The ideal way is to attach to the frame and apply some amount of criss crossing to the straps to provide lateral support. Using the frame keeps the car from bouncing. Remember that the rear straps protect in a front-on collision and they should be mostly straight to maximize their strength in that direction.

Of course, the above plan wont work well on the Elise because of the frame design. I dont like the basket/net styles because they require the use of E-track which many people dont use and do little to constrain small movements. When the car starts moving on the trailer in an accident, it takes a lot of effort to stop it again. If the restraint lets it move even an inch, that just means it is more difficult to stop. Due to the angles of the webbing, the basket styles are best at holding the tire down, not fore/aft or lateral.

Personally, I would go through the wheels. The suspension is designed to withstand LOTS of force before it breaks. If you manage to break the suspension or frame you should be more concerned that you just had a major accident rather than what happened to a control arm or two. That said, dont go wailing on the ratchet straps when connected to the wheels. You are loading the suspension statically and can easily create a lot of force that is unnecessary. Just make them snug.

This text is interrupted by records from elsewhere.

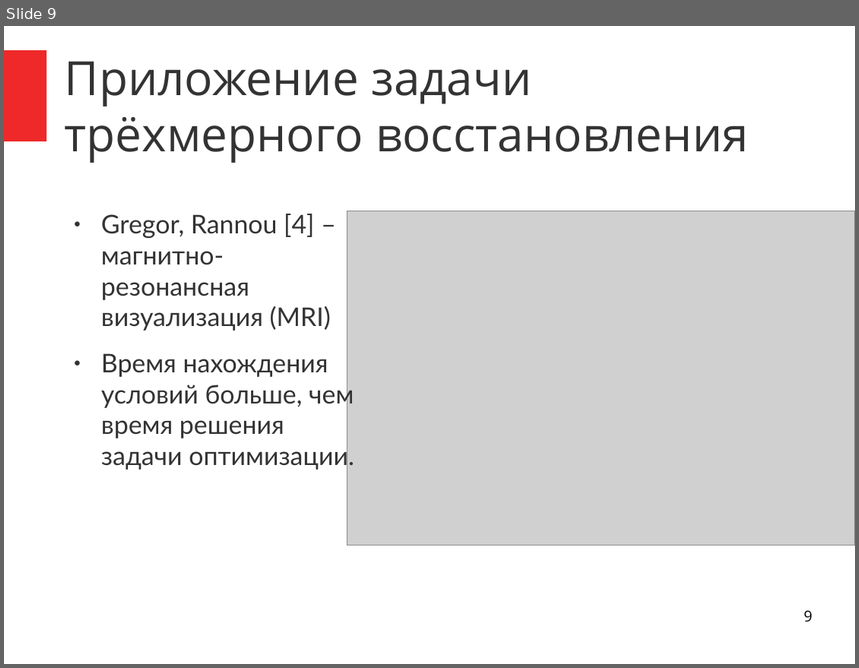
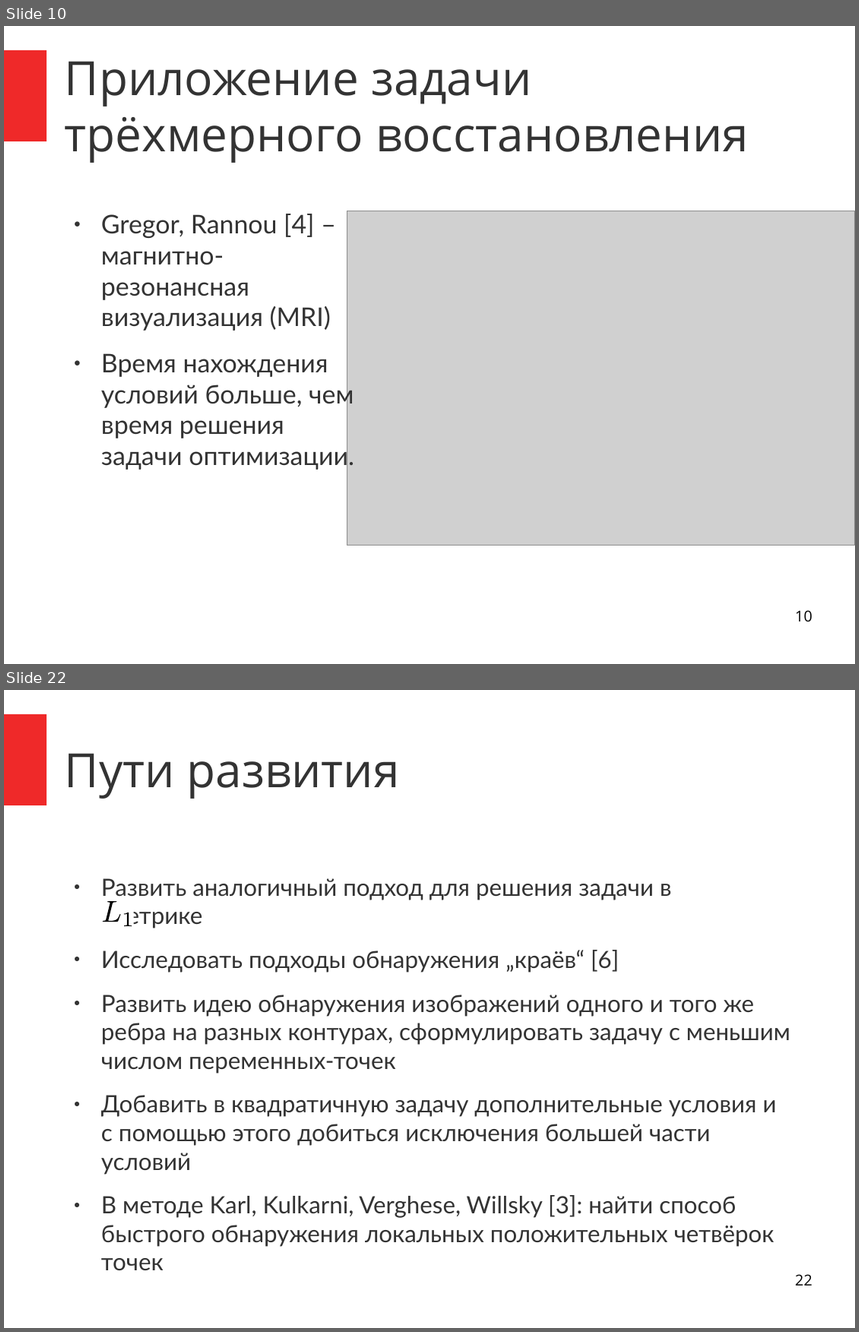
Before and after one commit to ilya-palachev/polyhedra-correction-library, a slide deck: Documentation/i.palachev/Thesis/Presentation-Feb2015/presentation-feb2015.odp. Shown one above the other, each under a label of ours: slide 9 before the commit, slides 10 and 22 after it; the slides between them are not shown. The pictures are 859x668 and 859x1332 pixels, drawn with LibreOffice and Linux fonts; fonts in the diff are those of the drawing; grey boxes stand for pictures. Boxes give left, top, right and bottom in pixels: in the first picture for what was removed or moved away, otherwise in the second. Text is boxed around its words. In the diff, an @@ line names an element or a change of style, - is before the commit and + after.

```diff
--- a/Documentation/i.palachev/Thesis/Presentation-Feb2015/presentation-feb2015.odp
+++ b/Documentation/i.palachev/Thesis/Presentation-Feb2015/presentation-feb2015.odp
@@ slide 22 added at (x1=4, y1=690, x2=855, y2=1328), background #FFFFFF; not listed: 1 template element that a slide beside it also shows @@
@@ title added at (x1=65, y1=753, x2=400, y2=799), 44 pt, text #333333 @@
+Пути развития
@@ text added at (x1=101, y1=878, x2=791, y2=1247), 22.2 pt, text #333333 @@
+● Развить аналогичный подход для решения задачи в -метрике
+● Исследовать подходы обнаружения „краёв“ [6]
+● Развить идею обнаружения изображений одного и того же ребра на разных контурах, сформулировать задачу с меньшим числом переменных-точек
+● Добавить в квадратичную задачу дополнительные условия и с помощью этого добиться исключения большей части условий
+● В методе Karl, Kulkarni, Verghese, Willsky [3]: найти способ быстрого обнаружения локальных положительных четвёрок точек
@@ freeform shape added at (x1=101, y1=901, x2=134, y2=926), fill #FFFFFF @@
@@ freeform shape added at (x1=103, y1=901, x2=120, y2=923), fill #000000 @@
@@ freeform shape added at (x1=124, y1=913, x2=132, y2=926), fill #000000 @@
@@ page number added at (x1=795, y1=1274, x2=813, y2=1286), 14 pt, text #000000 @@
+22
@@ what was slide 9 is now slide 10 @@
@@ page number at (x1=795, y1=610, x2=813, y2=623): text changed @@
-9
+10
```
Also in this commit, not shown: 8 slides changed, 9 other slides added, 1 slide removed.

One note of caution about going through the wheels. THE WEBBING MUST POINT TO THE CENTER OF THE WHEEL WHEN VIEWED FROM THE SIDE. If you have the webbing mounted too low or too high, it will eventually rotate the the tire and the webbing will become loose. I have seen this happen many times.

I like the idea of using boards attached to the top of the trailer to constrain the car. This wont keep the car on the trailer in an accident, but it will do wonders towards keeping the car still.

If I were to trailer my car often, I would make special tabs on the chassis to mount the ratchet straps to. That way, you are more secure and it is easier to hook up. I did that on my race car and I could hook it up in about 30 seconds. Granted, this wont be easy on the Elise, but I am sure it can be done.